4th Sunday of Advent (c)
The Season of Advent.
Sunday 20th December: The 4th Sunday of Advent (c).
Today is the last Sunday of Advent. As we gather, we reflect on whether we are truly ready for this great feast.
The first reading comes from the Prophet Micah. The promise is given that Bethlehem will be the birthplace of the Shepherd of Israel.
In our second reading, from the Letter to the Hebrews, we reminded that instead of offering services, Jesus offers himself, dedicating himself to do God’s will – a model for all believers.
The Gospel passage presents the story of the Visitation. Our Lady sets out on a long journey to share the news of her pregnancy with her relative Elizabeth who is herself expecting a baby.
Monday 21st December: Advent Feria by Date.
The first reading from Zephaniah, describes the joy and exultation of God’s people now that their Saviour and King is in their midst.
In spite of her condition, Mary sets out to the hilly country to visit her cousin, Elizabeth, the mother to be of John.
O rising Sun,
You are the splendour of light and the sun of justice.
And enlighten those who suit in darkness and in the shadow of death.
Tuesday 22nd December: Advent Feria by date.
Today’s readings are full of thanks. Hannah gives thanks for the birth of her son, Samuel and presents him in the temple.
Our Lady visits her cousin, Elizabeth, and gives thanks to God in the great prayer we know as The Magnificat. It is modelled on Hannah’s song of thanksgiving which was used in the Responsorial Psalm today.

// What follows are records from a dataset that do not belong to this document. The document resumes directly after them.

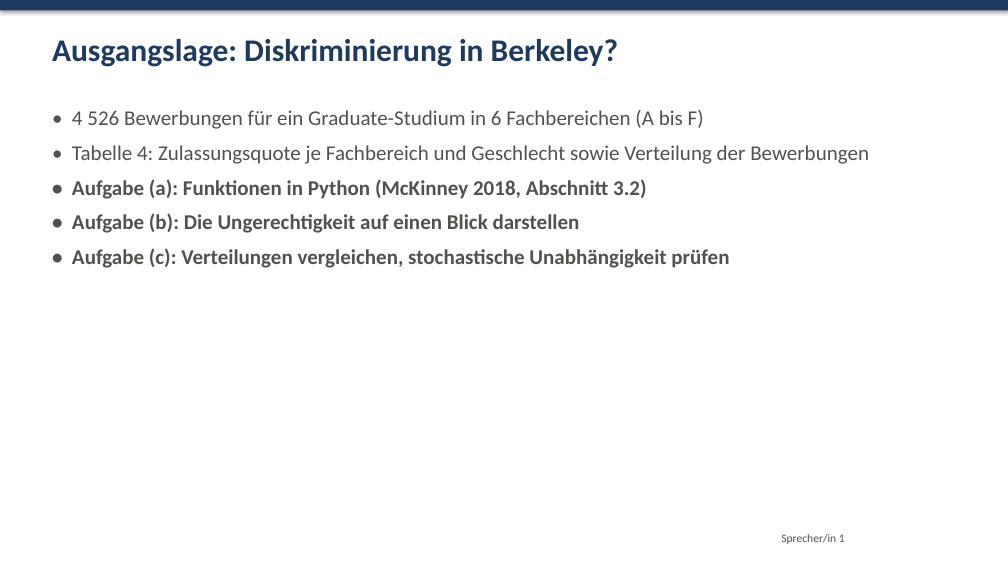
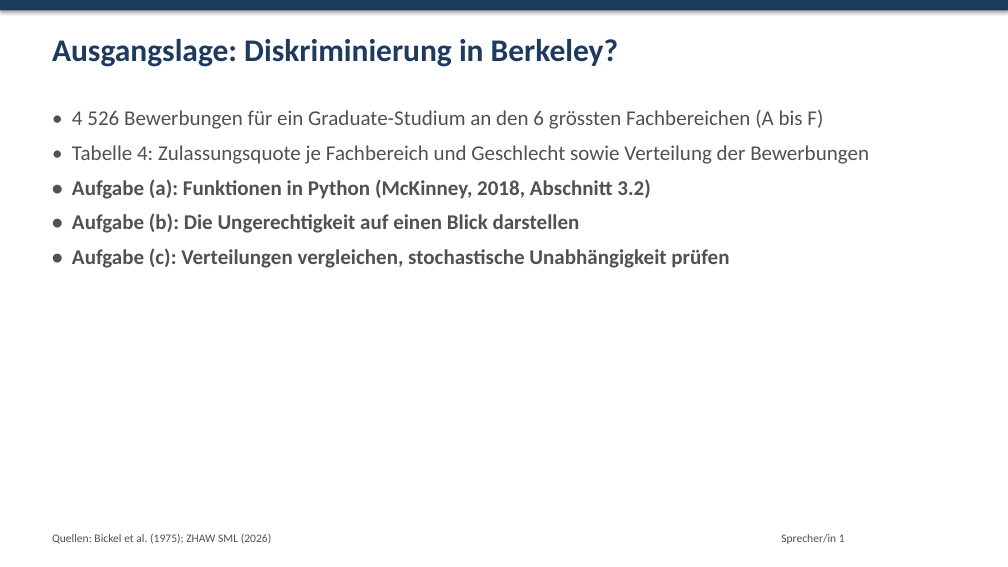
Before and after one commit to leozhaw26/statistik, a slide deck: slide 2 of vortrag4/Vortrag4_Praesentation.pptx. Drawn at 1008x567 pixels with LibreOffice and Linux fonts; fonts in the diff are those of the drawing. Boxes give left, top, right and bottom in pixels: in the first picture for what was removed or moved away, otherwise in the second. Text is boxed around its words. In the diff, an @@ line names an element or a change of style, - is before the commit and + after.

```diff
--- a/vortrag4/Vortrag4_Praesentation.pptx
+++ b/vortrag4/Vortrag4_Praesentation.pptx
@@ text at box(72, 110, 823, 129): text changed @@
-• 4 526 Bewerbungen für ein Graduate-Studium in 6 Fachbereichen (A bis F)
+• 4 526 Bewerbungen für ein Graduate-Studium an den 6 grössten Fachbereichen (A bis F)
@@ text at box(72, 179, 650, 199): text changed @@
-• Aufgabe (a): Funktionen in Python (McKinney 2018, Abschnitt 3.2)
+• Aufgabe (a): Funktionen in Python (McKinney, 2018, Abschnitt 3.2)
@@ text added at box(52, 534, 271, 544), 11 pt, text #52514E @@
+Quellen: Bickel et al. (1975); ZHAW SML (2026)
```
Also in this commit, not shown: 10 other slides changed, 6 other files.
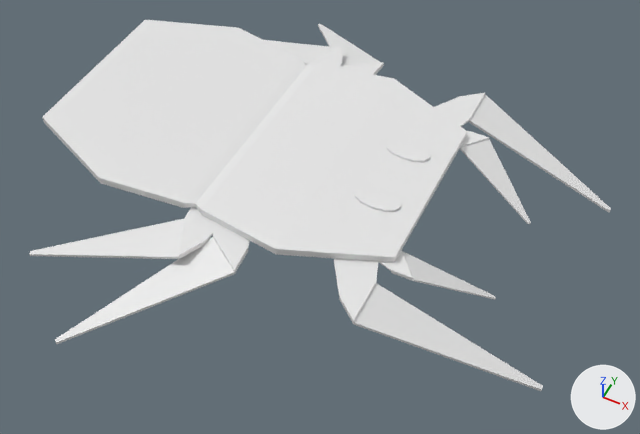
A saved change to the FBX model fr-artists/asset/models/Origami Models/spider_origami.fbx.
One viewpoint serves both versions: a camera (50 mm lens) standing at (0.768, 0.167, 0.776) and looking at (0.46, 0.783, 0.007). The axes (+X, +Y, +Z) are drawn at lower right. The lights are the same throughout. The older version comes first. Where no turn or scale is listed for an object, it has been applied to the vertices.
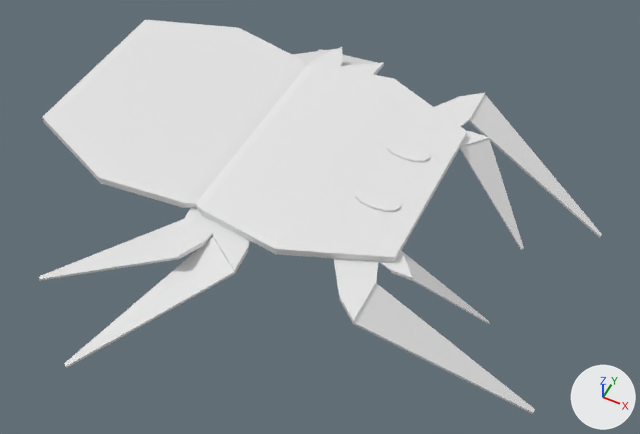
The newer file is also turned or shifted as a whole; pictures and numbers use the older file's frame.

Changed parts and their boxes (x1, y1, x2, y2) in the pictures (640 x 434 px; the box of a moved part takes in the faces that stretch with it):
'Box002', reshaped (6% taller): before (29, 20, 611, 391); after (39, 20, 602, 414)
part 1 of me_mesh, moved or reshaped: before (354, 94, 611, 391); after (354, 95, 602, 414)
part 2 of me_mesh, moved or reshaped: before (318, 24, 381, 66); after (318, 49, 377, 66)
part 3 of me_mesh, moved or reshaped: before (264, 40, 338, 65); after (292, 49, 336, 65)
part 4 of me_mesh, moved or reshaped: before (55, 237, 235, 344); after (64, 237, 235, 368)
part 5 of me_mesh, moved or reshaped: before (29, 218, 185, 259); after (39, 219, 185, 281)

The change in detail:
me_mesh is used by ob_box002; location (0.5083, 0.8079, 0.0775).
Before the commit, vertices of me_mesh: 69 (-0.212, 0.304, -0.067) at pixel (320, 24), 70 (-0.215, 0.302, -0.067) at pixel (317, 24), 71 (-0.215, 0.302, -0.07) at pixel (317, 26), 72 (-0.212, 0.304, -0.07).
Before the commit, vertices of me_mesh: 85 (-0.313, 0.222, -0.068), 86 (-0.315, 0.218, -0.068), 87 (-0.315, 0.218, -0.071), 88 (-0.313, 0.222, -0.071).
Before the commit, vertices of me_mesh: 182 (-0.212, -0.304, -0.067) at pixel (56, 342), 183 (-0.212, -0.304, -0.07) at pixel (56, 344), 184 (-0.215, -0.302, -0.07) at pixel (55, 341), 185 (-0.215, -0.302, -0.067) at pixel (54, 339).
Before the commit, vertices of me_mesh: 198 (-0.313, -0.222, -0.068) at pixel (29, 254), 199 (-0.313, -0.222, -0.071) at pixel (29, 256), 200 (-0.315, -0.218, -0.071) at pixel (30, 252), 201 (-0.315, -0.218, -0.068) at pixel (30, 251).
me_mesh had 228 vertices, 260 faces and spanned x -0.362..0.25, y -0.304..0.304, z -0.071..0.021.
me_mesh now has 228 vertices, 260 faces and spans x -0.362..0.25, y -0.304..0.304, z -0.117..0.021.
me_mesh part 1: all 16 vertices in x 0.173..0.25, y -0.135..0.135, z -0.07..-0.053 are moved by (0.0, 0.0, -0.045).
Part 2, on me_mesh:
Vertices 69 to 72 of me_mesh move by (0.0, 0.0, -0.045).
Part 3, on me_mesh:
Vertices 85 to 88 of me_mesh move by (0.0, 0.0, -0.045).
Part 4, on me_mesh:
Vertices 182 to 185 of me_mesh move by (0.0, 0.0, -0.045).
Part 5, on me_mesh:
Vertices 198 to 201 of me_mesh move by (0.0, 0.0, -0.045).
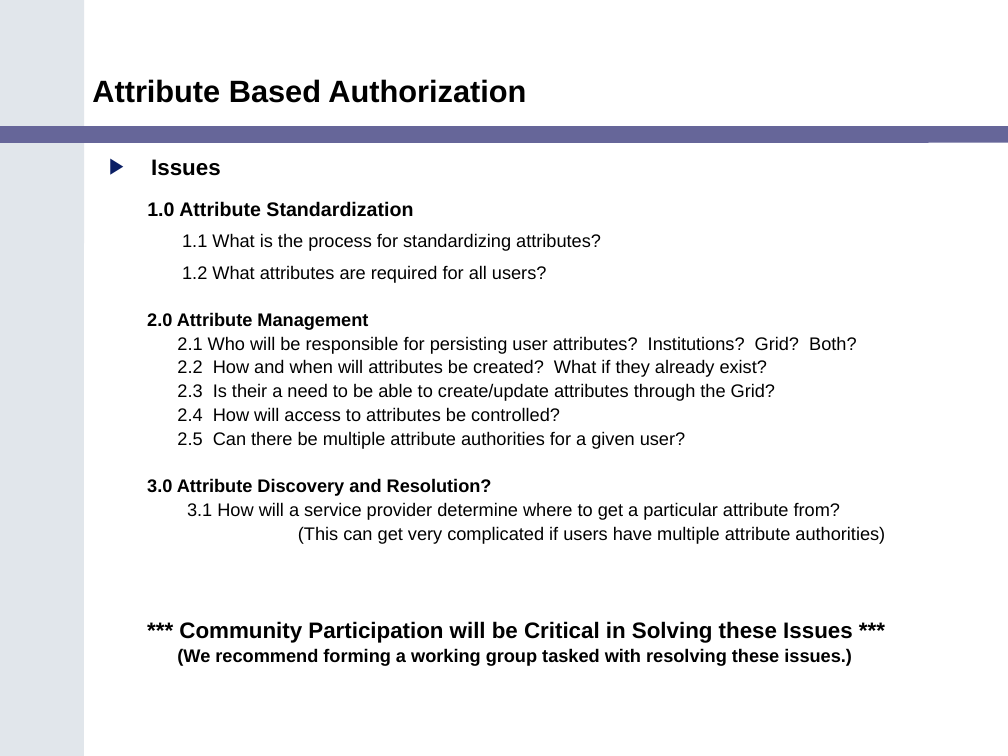
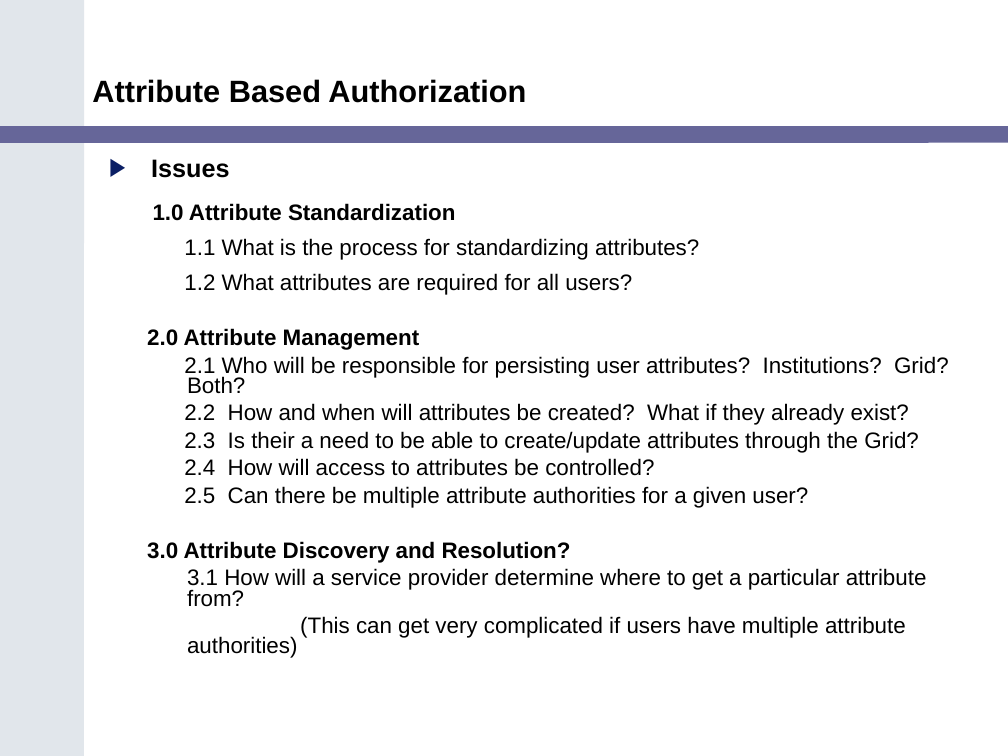
Before and after one commit to NCIP/cagrid-portal, a slide deck: slide 15 of cagrid-1-0/Documentation/presentations/200602_VCDE_ARCH/caGrid_Security_Arch_VCDE_Feb2.ppt (slide 9 before the commit). Drawn at 1008x756 pixels with LibreOffice and Linux fonts; fonts in the diff are those of the drawing; background and template pictures are left out. Boxes give left, top, right and bottom in pixels: in the first picture for what was removed or moved away, otherwise in the second. Text is boxed around its words. In the diff, an @@ line names an element or a change of style, - is before the commit and + after.

```diff
--- a/cagrid-1-0/Documentation/presentations/200602_VCDE_ARCH/caGrid_Security_Arch_VCDE_Feb2.ppt
+++ b/cagrid-1-0/Documentation/presentations/200602_VCDE_ARCH/caGrid_Security_Arch_VCDE_Feb2.ppt
@@ text "Issues" at <box>147,159,949,658</box>: size 16 to 18 pt in "Issues"; size 14 to 16 pt in "1.0 Attribute Standardization"; size 13 to 16 pt @@
@@ text at <box>177,621,853,666</box>: paragraphs removed @@
-  *** Community Participation will be Critical in Solving these Issues ***
-  (We recommend forming a working group tasked with resolving these issues.)
```
Also in this commit, not shown: 5 other slides changed, 11 slides added, 1 slide removed.

Whom all the peoples desire, you are the cornerstone which makes all one.
And save man whom you made from clay.
Wednesday 23rd December: Advent Feria by date
Before the Messiah comes, a prophet will be sent to prepare the way. He will purify the people.
This special person, whom we hear about in the Gospel, is John the Baptist. His father, Zechariah, receives his power of speech back when he gives his son the name told him by the angel. ‘His name shall be John.’
O Immanuel, you are our king and judge,
The holy One whom the people await and their saviour.
And save us, Lord our God.
Thursday 24th December: Advent Feria by date.
David, the greatest of the kings of Israel, is reminded that his house and sovereignty will always last – as a spiritual kingdom. He had made the mistake of thinking that God’s presence depended on the building of a temple.
After John’s birth, Zechariah makes his great prayer of praise, hope and thanksgiving – what we now call ‘The Benedictus’ said each day in the Prayer of the Church.
O Adonai and leader of the house of Israel,
You appeared to Moses in a burning bush and you gave him the Law on Sinai.
And save us with your mighty power.
All is now ready !
The Season of Christmas
Friday 25th December: The Nativity of the Lord.
At the first Mass of Christmas, we hear again from the Prophet Isaiah. A child born to us will bring us light and peace from God.
In the second reading from St. Paul’s letter to Titus, we are reminded that the coming of Jesus was God’s gift of grace to all people. It is a reminder to us of what is expected of us if we are to enjoy the salvation won for us by Christ.
In the Gospel, the powerful words ring out – ‘Today a Saviour has been born to us.’ This is the Good News of today so let us give glory and thanks to God.
The readings at the ‘Dawn Mass’ mirror those above. Isaiah encourages the people as they return home from exile. God will make them new through the coming of the Messiah.
In the Letter to Titus, Paul reminds us how God never tires of being good. His Son was born as our Saviour. We are reborn in Baptism. God’s love keeps making us new and leads us to eternal life. All this happens to shows us the compassion of God.
The shepherds go to Bethlehem in the Gospel passage to see the Saviour and then tell others of what they had heard and seen. That same role is ours – to make God known and seen in our world today through bringing Christ to birth in our lives.
In the first reading of the ‘Day Mass’, God announces liberation to his people in captivity.
The letter to the Hebrews reminds us how God has often spoken to people, but since the coming of his Son, Jesus, we can see what God means ands who God is.
The powerful prologue of St. John’s Gospel speaks to us of the mystery of Jesus – he is the image of the Father, his Word become a man, his light in our darkness, he is God living among us.
Saturday 26th December: Feast of St. Stephen.
Stephen was the first martyr to shed his blood for Christ. His zeal and integrity annoyed many and as a result he was stoned to death for witnessing to his newfound faith. One of the witnesses to his death was Saul, the future apostle Paul.